## Entries shown
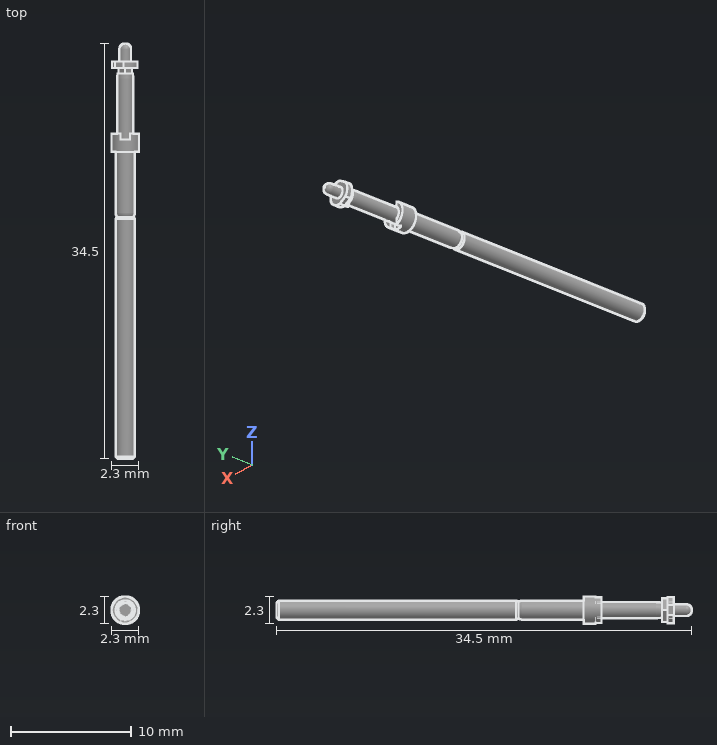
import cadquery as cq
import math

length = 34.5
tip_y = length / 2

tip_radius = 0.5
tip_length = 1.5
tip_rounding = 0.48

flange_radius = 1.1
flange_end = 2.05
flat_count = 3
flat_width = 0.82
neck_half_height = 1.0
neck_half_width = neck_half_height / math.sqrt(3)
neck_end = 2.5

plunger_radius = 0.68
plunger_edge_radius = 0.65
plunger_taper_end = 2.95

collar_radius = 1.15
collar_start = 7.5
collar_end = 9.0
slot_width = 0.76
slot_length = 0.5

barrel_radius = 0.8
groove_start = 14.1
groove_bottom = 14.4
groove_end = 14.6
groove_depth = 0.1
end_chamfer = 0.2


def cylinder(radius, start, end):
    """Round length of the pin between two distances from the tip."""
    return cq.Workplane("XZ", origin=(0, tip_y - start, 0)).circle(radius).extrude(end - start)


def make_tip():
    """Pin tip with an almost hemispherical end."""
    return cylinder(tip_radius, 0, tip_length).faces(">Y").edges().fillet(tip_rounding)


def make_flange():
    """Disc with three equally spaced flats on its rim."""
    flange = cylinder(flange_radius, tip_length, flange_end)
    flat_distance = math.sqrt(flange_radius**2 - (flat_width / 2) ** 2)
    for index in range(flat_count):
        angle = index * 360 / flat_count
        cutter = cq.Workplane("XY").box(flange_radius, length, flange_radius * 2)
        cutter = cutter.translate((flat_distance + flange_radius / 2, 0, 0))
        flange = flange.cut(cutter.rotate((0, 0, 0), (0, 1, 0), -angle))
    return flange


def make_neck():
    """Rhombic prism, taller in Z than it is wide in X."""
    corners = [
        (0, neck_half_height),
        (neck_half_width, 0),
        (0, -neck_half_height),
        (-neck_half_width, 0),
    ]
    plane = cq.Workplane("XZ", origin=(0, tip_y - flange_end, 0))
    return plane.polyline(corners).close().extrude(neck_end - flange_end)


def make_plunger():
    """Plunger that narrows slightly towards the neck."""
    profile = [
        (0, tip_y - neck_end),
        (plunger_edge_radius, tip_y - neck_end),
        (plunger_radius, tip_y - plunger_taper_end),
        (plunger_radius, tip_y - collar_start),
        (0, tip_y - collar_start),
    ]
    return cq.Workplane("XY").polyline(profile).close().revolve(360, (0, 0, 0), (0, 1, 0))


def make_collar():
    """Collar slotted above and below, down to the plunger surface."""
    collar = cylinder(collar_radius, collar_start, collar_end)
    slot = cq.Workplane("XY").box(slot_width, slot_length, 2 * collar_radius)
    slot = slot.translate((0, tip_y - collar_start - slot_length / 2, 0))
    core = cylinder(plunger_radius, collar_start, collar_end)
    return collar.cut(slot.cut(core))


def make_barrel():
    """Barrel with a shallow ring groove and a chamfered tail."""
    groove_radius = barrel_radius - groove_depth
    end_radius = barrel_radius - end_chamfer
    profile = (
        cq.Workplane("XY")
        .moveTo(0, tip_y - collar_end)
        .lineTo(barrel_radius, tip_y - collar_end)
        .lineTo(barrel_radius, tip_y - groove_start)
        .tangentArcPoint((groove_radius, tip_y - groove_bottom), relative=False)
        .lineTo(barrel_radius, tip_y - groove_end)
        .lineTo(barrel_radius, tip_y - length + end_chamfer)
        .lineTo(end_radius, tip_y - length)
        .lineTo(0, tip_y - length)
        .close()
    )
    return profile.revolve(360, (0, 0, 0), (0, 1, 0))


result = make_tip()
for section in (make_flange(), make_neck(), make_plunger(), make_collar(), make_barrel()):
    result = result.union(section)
...
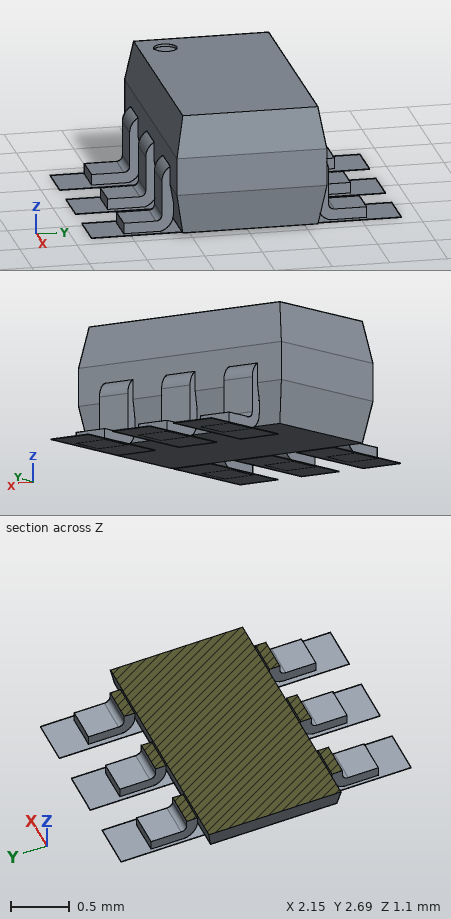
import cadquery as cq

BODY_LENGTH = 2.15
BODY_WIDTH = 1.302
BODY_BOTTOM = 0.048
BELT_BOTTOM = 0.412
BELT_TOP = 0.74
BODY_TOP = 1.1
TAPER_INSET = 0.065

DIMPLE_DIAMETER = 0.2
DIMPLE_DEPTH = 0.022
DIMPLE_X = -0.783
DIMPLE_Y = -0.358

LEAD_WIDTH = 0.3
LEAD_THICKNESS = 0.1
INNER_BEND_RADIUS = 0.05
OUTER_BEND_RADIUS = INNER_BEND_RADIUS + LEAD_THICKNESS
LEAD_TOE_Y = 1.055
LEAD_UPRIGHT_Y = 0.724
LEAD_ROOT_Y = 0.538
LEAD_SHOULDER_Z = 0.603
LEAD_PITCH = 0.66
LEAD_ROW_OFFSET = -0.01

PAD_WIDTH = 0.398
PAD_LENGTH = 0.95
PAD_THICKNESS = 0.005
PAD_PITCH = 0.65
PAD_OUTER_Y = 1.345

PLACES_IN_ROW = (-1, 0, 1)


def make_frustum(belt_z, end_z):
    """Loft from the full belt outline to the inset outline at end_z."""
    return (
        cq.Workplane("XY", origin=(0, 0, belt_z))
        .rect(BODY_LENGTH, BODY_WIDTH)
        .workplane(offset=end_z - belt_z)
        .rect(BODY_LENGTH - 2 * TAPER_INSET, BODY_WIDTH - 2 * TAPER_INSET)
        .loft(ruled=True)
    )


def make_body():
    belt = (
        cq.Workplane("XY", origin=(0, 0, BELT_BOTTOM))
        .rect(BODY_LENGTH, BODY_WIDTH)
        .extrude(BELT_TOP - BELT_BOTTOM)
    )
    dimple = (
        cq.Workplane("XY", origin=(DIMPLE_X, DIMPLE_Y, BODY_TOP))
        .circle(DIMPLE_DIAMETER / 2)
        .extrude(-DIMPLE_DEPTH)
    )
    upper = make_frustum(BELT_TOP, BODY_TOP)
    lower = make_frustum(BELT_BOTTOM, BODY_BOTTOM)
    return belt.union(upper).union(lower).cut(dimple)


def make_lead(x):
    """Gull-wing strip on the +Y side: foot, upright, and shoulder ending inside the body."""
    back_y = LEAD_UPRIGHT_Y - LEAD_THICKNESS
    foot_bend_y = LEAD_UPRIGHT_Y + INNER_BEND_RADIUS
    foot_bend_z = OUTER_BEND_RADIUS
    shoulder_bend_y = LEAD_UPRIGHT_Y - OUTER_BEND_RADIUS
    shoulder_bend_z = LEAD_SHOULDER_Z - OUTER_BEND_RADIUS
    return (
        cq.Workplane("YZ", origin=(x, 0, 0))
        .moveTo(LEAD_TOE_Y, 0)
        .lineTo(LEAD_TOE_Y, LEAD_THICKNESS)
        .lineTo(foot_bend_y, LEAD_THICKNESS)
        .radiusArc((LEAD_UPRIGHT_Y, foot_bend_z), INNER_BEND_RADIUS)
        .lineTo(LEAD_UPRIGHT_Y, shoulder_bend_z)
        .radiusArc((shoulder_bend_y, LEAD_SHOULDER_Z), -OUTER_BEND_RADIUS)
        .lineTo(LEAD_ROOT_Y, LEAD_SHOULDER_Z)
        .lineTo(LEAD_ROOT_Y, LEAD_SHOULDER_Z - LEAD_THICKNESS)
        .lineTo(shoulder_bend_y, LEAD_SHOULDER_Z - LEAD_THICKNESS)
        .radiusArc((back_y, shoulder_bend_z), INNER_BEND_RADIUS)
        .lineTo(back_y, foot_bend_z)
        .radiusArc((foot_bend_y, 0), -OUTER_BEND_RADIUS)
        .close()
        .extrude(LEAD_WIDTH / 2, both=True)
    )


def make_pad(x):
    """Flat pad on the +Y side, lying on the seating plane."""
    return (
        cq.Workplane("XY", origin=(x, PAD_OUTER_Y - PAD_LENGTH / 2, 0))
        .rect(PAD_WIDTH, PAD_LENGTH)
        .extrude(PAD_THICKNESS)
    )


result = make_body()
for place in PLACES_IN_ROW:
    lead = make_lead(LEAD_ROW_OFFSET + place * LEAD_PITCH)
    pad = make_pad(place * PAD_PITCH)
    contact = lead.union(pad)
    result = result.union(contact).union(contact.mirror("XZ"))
* * *
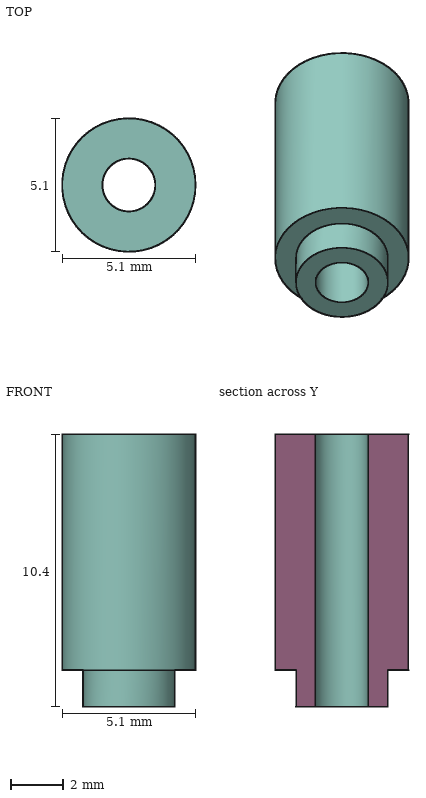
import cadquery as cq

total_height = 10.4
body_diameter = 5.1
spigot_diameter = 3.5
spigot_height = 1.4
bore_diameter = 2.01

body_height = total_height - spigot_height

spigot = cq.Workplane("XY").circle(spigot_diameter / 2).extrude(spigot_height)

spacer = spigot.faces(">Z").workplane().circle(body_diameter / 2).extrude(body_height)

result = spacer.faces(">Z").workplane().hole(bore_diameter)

## Your task
Word for word, restate the lines of the listing above starting at the line with "core = cylinder(plunger_radius, collar_start, collar_end)" and ending at the line with "result = result.union(section)", and nothing outside them.

## Result for this exercise
    core = cylinder(plunger_radius, collar_start, collar_end)
    return collar.cut(slot.cut(core))


def make_barrel():
    """Barrel with a shallow ring groove and a chamfered tail."""
    groove_radius = barrel_radius - groove_depth
    end_radius = barrel_radius - end_chamfer
    profile = (
        cq.Workplane("XY")
        .moveTo(0, tip_y - collar_end)
        .lineTo(barrel_radius, tip_y - collar_end)
        .lineTo(barrel_radius, tip_y - groove_start)
        .tangentArcPoint((groove_radius, tip_y - groove_bottom), relative=False)
        .lineTo(barrel_radius, tip_y - groove_end)
        .lineTo(barrel_radius, tip_y - length + end_chamfer)
        .lineTo(end_radius, tip_y - length)
        .lineTo(0, tip_y - length)
        .close()
    )
    return profile.revolve(360, (0, 0, 0), (0, 1, 0))


result = make_tip()
for section in (make_flange(), make_neck(), make_plunger(), make_collar(), make_barrel()):
    result = result.union(section)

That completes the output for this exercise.